In the context of a specialized trade or business contract, "[c]ontract terms are considered ambiguous if they are capable of more than one meaning when viewed objectively by a reasonably intelligent person who has examined the context of the entire integrated agreement and who is cognizant of the customs, practices, usages and terminology as generally understood in the particular trade or business." Lightfoot v. Union Carbide Corp. , 110 F.3d 898, 906 (2d. Cir. 1997) (internal quotation marks omitted) (applying New York law). Conversely, "contract language is not ambiguous if it has a definite and precise meaning, unattended by danger of misconception in the purport of the contract itself, and concerning which there is no reasonable basis for a difference of opinion." Hugo Boss Fashions, Inc. v. Fed. Ins. Co. , 252 F.3d 608, 617 (2d Cir. 2001) (alterations adopted) (applying New York law). However, it is possible that "even where a contract does not define a particular—and potentially ambiguous—term, a body of state law or an established custom fills in the gaps left by the drafters." Hugo Boss , 252 F.3d at 617. "Custom" may also refer to industry usage of a term. In fact, "[w]hen interpreting a state law contract ... an established definition provided by ...industry usage will serve as a default rule, and that definition will control unless the parties explicitly indicate, on the face of their agreement, that the term is to have some other meaning." Id. at 617–18. Accordingly, by looking to evidence of industry usage, "a possible ambiguity may ultimately be proven to be illusory." Id. at 618.

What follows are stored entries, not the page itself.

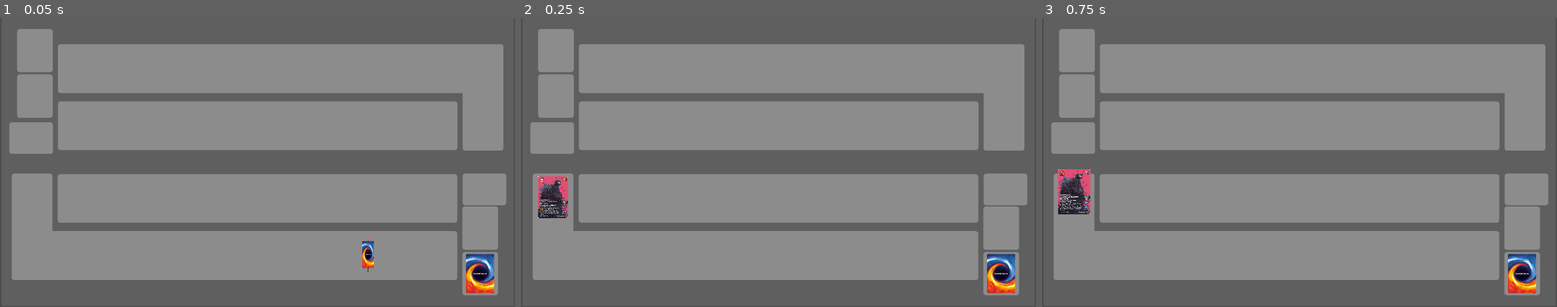
Above: before the commit, frames 1-3 (left to right).
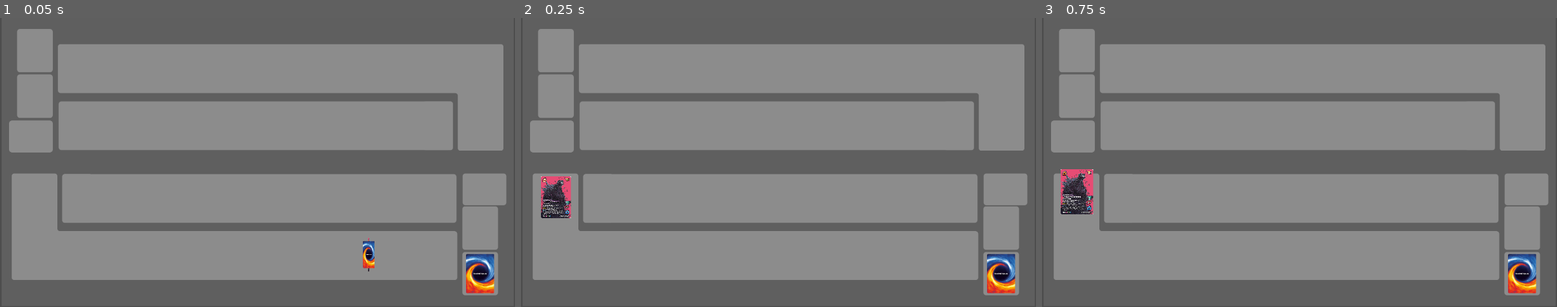
Above: after the commit, the same moments.

Repository: skavinger/UVS_Sim
Game: Godot game, scene res://GameObj/main.tscn
Same seed, same stepped clock (60 frames per second), same inputs: the game is played once before the commit and once after it.
Inputs (mouse positions are in pixels of both pictures, inside the frame that each line leads up to):
- Up to frame 1 (0.05 s): no input
- Up to frame 2 (0.25 s): no input
- Up to frame 3 (0.75 s): tap Enter at 0.5 s; move the mouse to (1072, 197) at 0.52 s; click (1072, 197) at 0.67 s

The runs differ from the first frame. In frame 1, 1.0% of the frame differs, in the area x 1-91%, y 26-88%; in frame 2, 1.4%; in frame 3, 1.5%, in the area x 1-91%, y 26-74%.

Commit message:
Add functions to add cards to momentum

Diff:
--- a/GameObj/main.tscn
+++ b/GameObj/main.tscn
@@ -14,6 +14,7 @@
 [ext_resource type="Script" uid="uid://r5qpra2fvral" path="res://Scripts/discard.gd" id="11_h3px5"]
 [ext_resource type="PackedScene" uid="uid://du4dmrm3k4f4f" path="res://GameObj/removed.tscn" id="12_f5kxx"]
 [ext_resource type="Script" uid="uid://bfxcwlpqbaqb6" path="res://GameObj/removed.gd" id="13_70s2v"]
+[ext_resource type="Script" uid="uid://b5fbxnfeeg3n8" path="res://GameObj/momentum.gd" id="14_70s2v"]
 
 [node name="Main" type="Node2D"]
 
@@ -55,6 +56,7 @@
 script = ExtResource("13_70s2v")
 
 [node name="Momentum" type="Node2D" parent="."]
+script = ExtResource("14_70s2v")
 
 [node name="Field" type="Node2D" parent="."]
 
--- /dev/null
+++ b/GameObj/momentum.gd
@@ -0,0 +1,27 @@
+extends Node2D
+
+const CARD_WIDTH = 20
+
+const STAGE_POS_CARDPOOL_X = 130
+const STAGE_POS_CARDPOOL_Y = 820
+
+var starting_character
+
+var momentum = []
+
+var animationMan
+
+func _ready() -> void:
+	animationMan = $"../AnimationManager"
+
+func add_to_momentum(card):
+	momentum.append(card)
+	update_pos()
+	card.cardObj.get_node("AnimationPlayer").play("Card_Flip")
+	card.cardObj.scale = Vector2(0.6,0.6)
+
+func update_pos():
+	for i in range(momentum.size()):
+		momentum[i].cardObj.rotation = PI/2
+		animationMan.animate_card_to_pos(momentum[i].cardObj, Vector2(STAGE_POS_CARDPOOL_X, STAGE_POS_CARDPOOL_Y + (CARD_WIDTH * i)))
+		momentum[i].cardObj.z_index = 200 + i
--- a/Scripts/cardpool.gd
+++ b/Scripts/cardpool.gd
@@ -2,7 +2,7 @@
 
 const CARD_WIDTH = 70
 
-const STAGE_POS_CARDPOOL_X = 290
+const STAGE_POS_CARDPOOL_X = 300
 const STAGE_POS_CARDPOOL_Y = 670
 
 var starting_character
--- a/Scripts/deck.gd
+++ b/Scripts/deck.gd
@@ -15,7 +15,7 @@
 var animationMan
 var card_database
 
-var buttons = ["Draw 1", "Build Top", "Add Top to Card Pool", "Mill 1", "Remove Top"]
+var buttons = ["Draw 1", "Build Top", "Add Top to Card Pool", "Mill 1", "Remove Top", "Add Top to Momentum"]
 
 func _ready() -> void:
 	transitZone = $"../Transit"
@@ -229,6 +229,11 @@
 		deck.erase(topCard)
 		transitZone.move_to("removed", topCard)
 
+func toMomentum():
+	var topCard = deck[0]
+	deck.erase(topCard)
+	transitZone.move_to("momentum", topCard)
+
 func call_fun(buttonName):
 	match buttonName:
 		"Draw 1":
@@ -241,3 +246,5 @@
 			mill(1)
 		"Remove Top":
 			removeCount(1)
+		"Add Top to Momentum":
+			toMomentum()
--- a/Scripts/stage.gd
+++ b/Scripts/stage.gd
@@ -2,7 +2,7 @@
 
 const CARD_WIDTH = 70
 
-const CH_POS_X = 120
+const CH_POS_X = 130
 const CH_POS_Y = 670
 
 const STAGE_POS_START_X = 270
--- a/Scripts/transit.gd
+++ b/Scripts/transit.gd
@@ -43,6 +43,6 @@
 		"stage":
 			stageZone.build_card(card)
 		"momentum":
-			pass
+			momentumZone.add_to_momentum(card)
 		"removed":
 			removedZone.add_to_removed(card)
Binary file changed: Assets/Field_V1.png
Not shown: 1 places in GameObj/main.tscn that only renumber resources
Not shown, added: GameObj/momentum.gd.uid
Not shown, changed: Assets/Field_V1.xcf

As noted above, the threshold determination of whether a contract is ambiguous is a question of law that we review de novo. Reynolds , 202 F.3d at 1313. We conclude that the district court made no legal error when it determined the Agreement to be ambiguous. Contrary to Drummond's argument, the district court did consider evidence of industry usage of the term in ruling on summary judgment. In its order, the court specifically noted that although "coal industry publications referred to the agreed upon quarterly price using various terms such as the ‘Peak Downs benchmark,’ the ‘Australian coking coal benchmark,’ or simply ‘the benchmark,’ there is some evidence to show that it was understood in the coal industry that the various terms denoted the same thing." Ordinarily, courts are bound to the four corners of the contract in interpreting it, but there is an exception for evidence of industry usage or custom, and this evidence may be considered in determining whether a contract is ambiguous. See Hugo Boss , 252 F.3d at 617–18. Here, the district court properly considered extrinsic evidence of industry usage before deciding on ambiguity. However, the district found that the Agreement, when read as a whole to determine its purpose and intent, was ambiguous because both parties had offered reasonable interpretations of the term. As a contract is ambiguous if "capable of more than one meaning when viewed objectively by a reasonably intelligent person," we conclude that the district court made the proper legal determination that the Agreement was ambiguous. Lightfoot , 110 F.3d at 906.
Once the district court determined that the Agreement was ambiguous, it could properly hear extrinsic evidence as to the parties’ intent at trial. Fattorusso , 16 N.Y.S.3d at 846. The district court heard trial testimony from Dennis Steul, Drummond's primary negotiator on the Agreement, and Steve Doyle, an industry expert called by Drummond. Doyle's testimony demonstrated that there has always been only one benchmark in the metallurgical coal industry and that there were a variety of terms used to describe this benchmark. As factfinder, the district court simply found the testimony of Steul to be more credible and persuasive. Steul's testimony corroborated the finding that the term in the price escalation clause was intended by the parties to be, specifically, the quarterly price set by BHP for the coal from its Peak Downs mine that was sold to Japanese steelmakers. Steul testified that he always considered Peak Downs to be a reference to the mine owned by BHP. The district court was entitled to credit that testimony.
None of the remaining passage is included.